Derecho e instituciones
En Lilliput, la ingratitud se castigaba con la muerte
Una ley convertía el mal pago a un benefactor en delito capital: quien dañaba a alguien con quien tenía una deuda era considerado todavía más peligroso para quienes no le debían nada.

Grabado de apertura del capítulo VI, reutilizado para contextualizar el catálogo de leyes donde aparece la ingratitud como delito capital. No representa una condena ni una ejecución concreta por esa causa.
Entre las leyes antiguas de Lilliput aparece una que transforma una falta moral difícil de medir en delito capital. La ingratitud se castiga con la muerte.
Gulliver no presenta la norma como un impulso de venganza del benefactor. Los liliputienses la justifican mediante una deducción sobre el peligro público. Quien devuelve mal a la persona que lo ayudó ha violado el vínculo que más razones tenía para respetar.
Desde ahí extraen una conclusión extrema. Si alguien perjudica a su benefactor, será enemigo común del resto de la humanidad, porque las demás personas ni siquiera le han dado un motivo de obligación. Una conducta privada se convierte así en prueba anticipada de amenaza social.
La ley no castiga solamente el daño causado. Castiga lo que ese daño parece revelar sobre el carácter. El tribunal no necesita esperar a que el ingrato perjudique a otros: la traición al benefactor funciona como diagnóstico de una peligrosidad general.
El razonamiento posee una coherencia reconocible. Las comunidades dependen de favores, cuidados y obligaciones que no siempre caben en un contrato. Si ayudar a alguien aumenta el riesgo de ser perjudicado, la cooperación pierde estabilidad. Lilliput intenta protegerla haciendo que la reciprocidad sea asunto de Estado.
Pero el salto entre principio y pena es enorme. De que la ingratitud erosione la confianza no se sigue que toda persona ingrata deba morir. La ley elimina diferencias entre olvido, egoísmo, desacuerdo, incapacidad para devolver un favor y daño deliberado.
También entrega al poder una pregunta casi imposible: cuánto debe una persona a quien la benefició. Los favores no tienen siempre un valor acordado. Pueden convertirse en instrumentos de control cuando el benefactor decide unilateralmente qué respuesta merece su ayuda.

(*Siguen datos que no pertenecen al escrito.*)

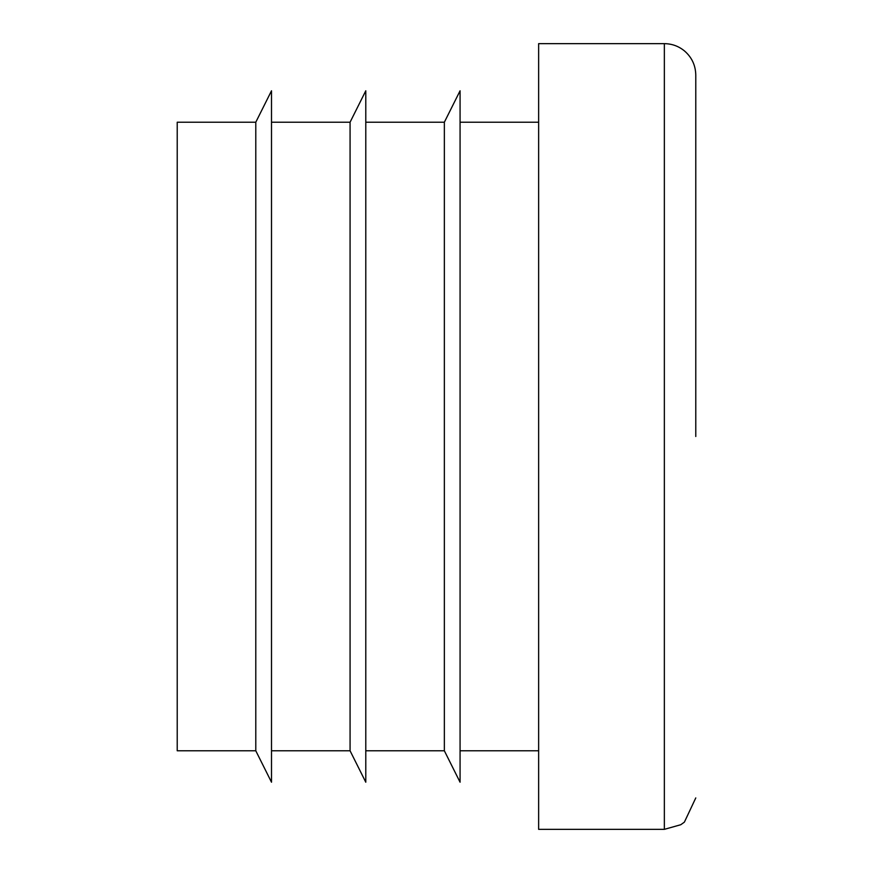 <?xml version="1.0" encoding="UTF-8"?>
<svg xmlns="http://www.w3.org/2000/svg" width="873" height="873" viewBox="0 0 873 873"><rect width="100%" height="100%" fill="white"/><g stroke="black" fill="none" stroke-linecap="round" stroke-linejoin="round"><path stroke-width="1.31" d="M271.503 122.22L350.073 122.22L350.073 750.78L271.503 750.78M695.781 436.5L695.781 75.078C695.585 65.311 691.787 57.236 684.388 50.863C678.55 46.127 671.872 43.726 664.353 43.65L538.641 43.65L538.641 829.35L664.353 829.35L664.353 43.65M255.789 436.5L255.789 750.78L271.503 782.208L271.503 90.792L255.789 122.22L255.789 436.5M255.789 122.22L177.219 122.22L177.219 750.78L255.789 750.78M365.787 122.22L444.357 122.22L444.357 750.78L365.787 750.78M444.357 122.22L460.071 90.792L460.071 782.208L444.357 750.78M350.073 122.22L365.787 90.792L365.787 782.208L350.073 750.78M664.353 829.35L680.776 824.723L684.388 822.137L695.781 797.922M538.641 122.22L460.071 122.22M538.641 750.78L460.071 750.78"/></g></svg>

Una norma semejante corre el riesgo de proteger menos la generosidad que la jerarquía. Quien dispone de recursos puede crear deudas; quien los recibe queda obligado a demostrar gratitud. La relación empieza con asistencia y puede terminar con obediencia exigida bajo amenaza penal.
El capítulo coloca esta ley junto a otras instituciones que Gulliver admira: recompensas por obedecer la ley, selección de funcionarios por virtud y educación pública. Sin embargo, también explica que muchas costumbres originales han sido corrompidas. El tono favorable del narrador no obliga al lector a aceptar cada mecanismo.
La ingratitud capital muestra una característica recurrente de Lilliput. El reino toma una intuición razonable y la lleva hasta una escala punitiva desproporcionada. La confianza importa; por tanto, la deslealtad debe identificar a una persona indigna de vivir.
Ese absolutismo simplifica el juicio. Ya no hace falta estudiar contexto, intención, daño o posibilidad de reparación. Basta con clasificar a alguien como ingrato para convertir una relación fallida en amenaza contra toda la sociedad.
La pena también contradice parcialmente el valor que pretende defender. La gratitud tiene contenido moral cuando reconoce libremente un bien recibido. Si la respuesta se obtiene por miedo a la muerte, puede producir gestos de obediencia sin conservar el sentimiento que la ley dice proteger.